# Mitgelieferte DBMS der JDK ???



## Der-Engels (20. Mai 2010)

Hallo miteinander...

Mit der JDK 6 (? Stimmt das?) wird eine Kleine Datenbank von sun mitgeliefert. 

Jetzt meine Frage ist das zufällig die Java DB HSQL ??

Und wo bitte finde ich die DB?? 

Ich hab mal unter C:\Programme\Java\jdk1.6.0_10 …  gesucht aber nichts gefunden.


Danke schon mal für eure Hilfe


----------



## L-ectron-X (20. Mai 2010)

Der-Engels hat gesagt.:


> Jetzt meine Frage ist das zufällig die Java DB HSQL ??

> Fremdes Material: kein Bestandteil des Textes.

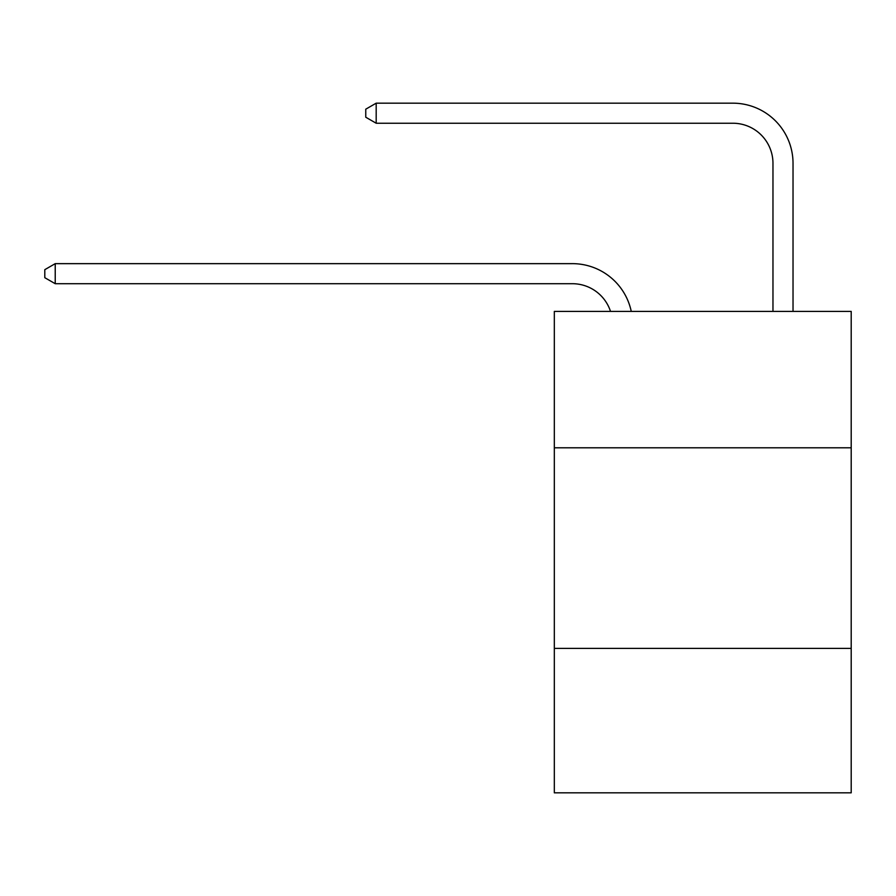 <?xml version="1.0" encoding="UTF-8"?>
<svg xmlns="http://www.w3.org/2000/svg" width="896" height="896" viewBox="0 0 896 896"><rect width="100%" height="100%" fill="white"/><g stroke="black" fill="none" stroke-linecap="round" stroke-linejoin="round"><path stroke-width="1.34" d="M851.2 447.798L851.2 311.394L554.322 311.394L554.322 447.798L851.2 447.798L851.2 792.826L554.322 792.826L554.322 447.798M851.2 648.402L554.322 648.402M572.365 263.648L55.227 263.648L572.365 263.648A60.178 60.178 139.5 0 1 631.254 311.394M772.968 311.394L772.968 163.352A40.118 40.118 84.1 0 0 732.85 123.234L376.186 123.234L365.758 117.219L365.758 109.189L376.186 103.174L732.85 103.174A60.178 60.178 -95.9 0 1 793.027 163.352L793.027 311.394M772.968 163.352A40.118 40.118 84.1 0 0 732.85 123.234A40.118 40.118 84.1 0 1 772.968 163.352A40.118 40.118 84.1 0 0 732.85 123.234A40.118 40.118 84.1 0 1 772.968 163.352A40.118 40.118 84.1 0 0 732.85 123.234A40.118 40.118 84.1 0 1 772.968 163.352A40.118 40.118 84.1 0 0 732.85 123.234A40.118 40.118 84.1 0 1 772.968 163.352A40.118 40.118 84.1 0 0 732.85 123.234A40.118 40.118 84.1 0 1 772.968 163.352A40.118 40.118 84.1 0 0 732.85 123.234A40.118 40.118 84.1 0 1 772.968 163.352A40.118 40.118 84.1 0 0 732.85 123.234A40.118 40.118 84.1 0 1 772.968 163.352A40.118 40.118 84.1 0 0 732.85 123.234A40.118 40.118 84.1 0 1 772.968 163.352A40.118 40.118 84.1 0 0 732.85 123.234A40.118 40.118 84.1 0 1 772.968 163.352A40.118 40.118 84.1 0 0 732.85 123.234A40.118 40.118 84.1 0 1 772.968 163.352A40.118 40.118 84.1 0 0 732.85 123.234M610.512 311.394A40.118 40.118 -40.5 0 0 572.365 283.707L55.227 283.707L44.8 277.693L44.8 269.674L55.227 263.648L55.227 283.707M376.186 103.174L376.186 123.234"/></g></svg>

Nein, sie heißt _Derby_ und muss bei der Installation des JDK mit ausgewählt werden, wenn man sie benutzen möchte.


----------



## Der-Engels (20. Mai 2010)

Danke

Hab das bei Google gesucht, 
aber leider nur Geschichte usw gefunden. (dort war nur von Java DB die rede...)
Wusste zwar das ein zusammenhang mit Apache besteht mehr aber nicht gefunden...


----------



## Gelöschtes Mitglied 5909 (20. Mai 2010)

C:\Programme\Sun\JavaDB

Da liegt die

oder Apache Derby zu runterladen


----------



## Der-Engels (21. Mai 2010)

Danke gefunden...


----------